それって,例えば,「なるほど確かにそうですね。」と前置きをしていたとしても,実はまったく意見を聞き入れていなかったりします。
共感する意見に納得するのは,当たり前。
しかし,反対する意見に納得するのは,なかなか難しい。
それができることもまた,1つのトレーニングなのかもしれません。
そのための第一歩として,「納得」までできないのなら,納得していようがしていまいが,そのまま受け入れることから始めることも必要かなと思うのです。
とはいえ,これがなかなか難しいもんですけどね。

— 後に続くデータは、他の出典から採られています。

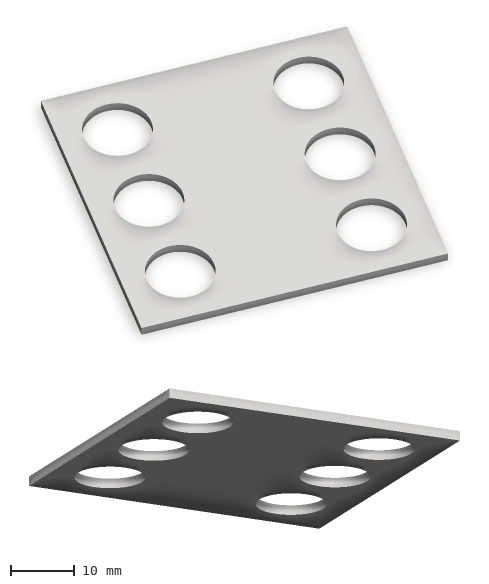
import cadquery as cq

plate_side = 50.8
plate_thickness = 1.6

hole_diameter = 11.2
holes_per_row = 3
row_count = 2
hole_pitch = 15.85
row_spacing = 2 * hole_pitch

plate = cq.Workplane("XY").box(plate_side, plate_side, plate_thickness)

result = (
    plate.faces(">Z")
    .workplane()
    .rarray(hole_pitch, row_spacing, holes_per_row, row_count)
    .hole(hole_diameter)
)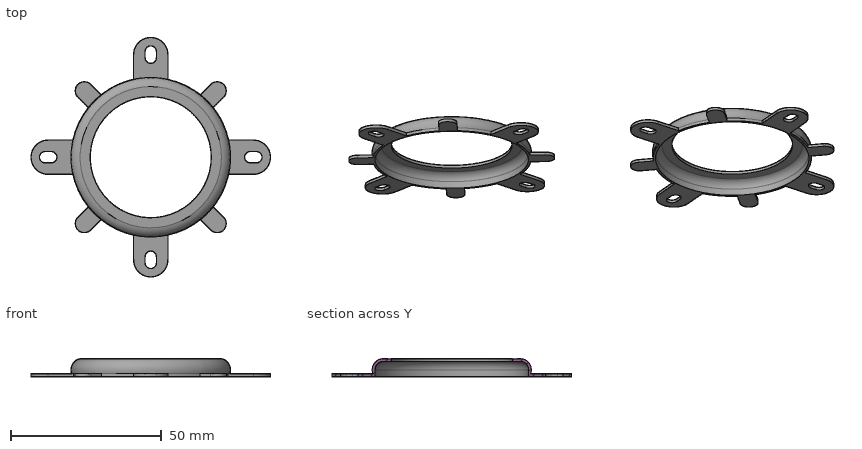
import cadquery as cq
import math

height = 6.0
bore_diameter = 40.0
wall = 1.0
dome_radius = 26.45
dome_arc_radius = 3.8
dome_arc_height = 2.3

plate_thickness = 1.0
arm_tip_radius = 39.7
arm_width = 11.4
tab_tip_radius = 34.15
tab_width = 6.0

slot_width = 3.65
slot_length = 5.7
slot_center_radius = 34.0

bore_radius = bore_diameter / 2
dome_center_radius = dome_radius - dome_arc_radius
cavity_radius = dome_radius - wall
cavity_arc_radius = dome_arc_radius - wall
ceiling_height = height - wall
root_radius = cavity_radius


def arc_point(arc_radius, z):
    """Point (r, z) on an arc about the center of the dome curve."""
    rise = z - dome_arc_height
    return dome_center_radius + math.sqrt(arc_radius**2 - rise**2), z


def make_ring():
    """Revolve the thin section: base rim, rounded dome and flat top lip."""
    dome_start = arc_point(dome_arc_radius, plate_thickness)
    dome_end = arc_point(dome_arc_radius, height)
    ceiling_edge = arc_point(cavity_arc_radius, ceiling_height)
    arc_middle_height = (dome_arc_height + ceiling_height) / 2
    cavity_middle = arc_point(cavity_arc_radius, arc_middle_height)
    return (
        cq.Workplane("XZ")
        .moveTo(cavity_radius, 0)
        .lineTo(dome_start[0], 0)
        .lineTo(*dome_start)
        .threePointArc((dome_radius, dome_arc_height), dome_end)
        .lineTo(bore_radius, height)
        .lineTo(bore_radius, ceiling_height)
        .lineTo(*ceiling_edge)
        .threePointArc(cavity_middle, (cavity_radius, dome_arc_height))
        .close()
        .revolve(360, (0, 0, 0), (0, 1, 0))
    )


def make_finger(tip_radius, width, angle):
    """Flat radial strip with a semicircular tip."""
    end_center = tip_radius - width / 2
    return (
        cq.Workplane("XY")
        .moveTo(root_radius, -width / 2)
        .lineTo(end_center, -width / 2)
        .threePointArc((tip_radius, 0), (end_center, width / 2))
        .lineTo(root_radius, width / 2)
        .close()
        .extrude(plate_thickness)
        .rotate((0, 0, 0), (0, 0, 1), angle)
    )


def make_slot(angle):
    """Cutter for the radial slot through one arm."""
    return (
        cq.Workplane("XY")
        .center(slot_center_radius, 0)
        .slot2D(slot_length, slot_width)
        .extrude(plate_thickness)
        .rotate((0, 0, 0), (0, 0, 1), angle)
    )


result = make_ring()
for arm_angle in (0, 90, 180, 270):
    result = result.union(make_finger(arm_tip_radius, arm_width, arm_angle))
    result = result.cut(make_slot(arm_angle))
    result = result.union(make_finger(tab_tip_radius, tab_width, arm_angle + 45))

←自分
ただ,私自身にとって幸いだったのは,聾教育という,手話だ口話だと,いろんな価値観が渦巻く中に身をおいて,たくさんのインタビューをこなしてこられたことです。
それも,学生の時に。
自分の考えとまったく異なる主張と出会うこともありました。
というか,自分自身が,模索中だったので,毎日のように,人に会う度に,いろんな価値観と遭遇しました。
でも,自分の意見と違ったとしても,まだ若輩者ですし,まずは聞いてみないことには,始まりません。
それになにより,インタビューは,自分の価値観を相手に説明する場ではなく,相手の価値観を引き出さないことには,データになりません。
そしてさらに重要なこととして,ただ単に事前に考えた質問項目を並べただけでは,相手はいろいろ話してくれないということもあります。
つまり,その話に,心から共感できていて,「なるほど!」と思ってうなずいてはじめて,相手が続きを話したくなる頷きができるわけです。
そのためには,単に相手の主張を「認める」ということではなく,相手の想いや考えを,相手の立場に感情移入して共感できなければいけないわけです。
それを,今日は口話主義の人,明日は日本手話導入を主張する人,…と,入れ替わり立ち替わり,行ってきました。
それぞれの主張を,どこかでまとめて整理する必要もあるわけですけど,そんなことは後だって良いのです。
その時その時には,目の前にいる人の論理や感情を,その人の視点,立場になって,共感すること。
調査を進めていく際には,これがとても重要でした。
そしてそれを実行してきた結果として,立場を換えて物事を見ていくことが,わりと得意になったのかなと思います。
望ましいのは,相手の話を,咀嚼して,飲み込むこと。
でも,それができないのなら,まずは,良い悪いの判断を後回しにして,まるごと鵜呑みにしてみることも大切ではないでしょうか。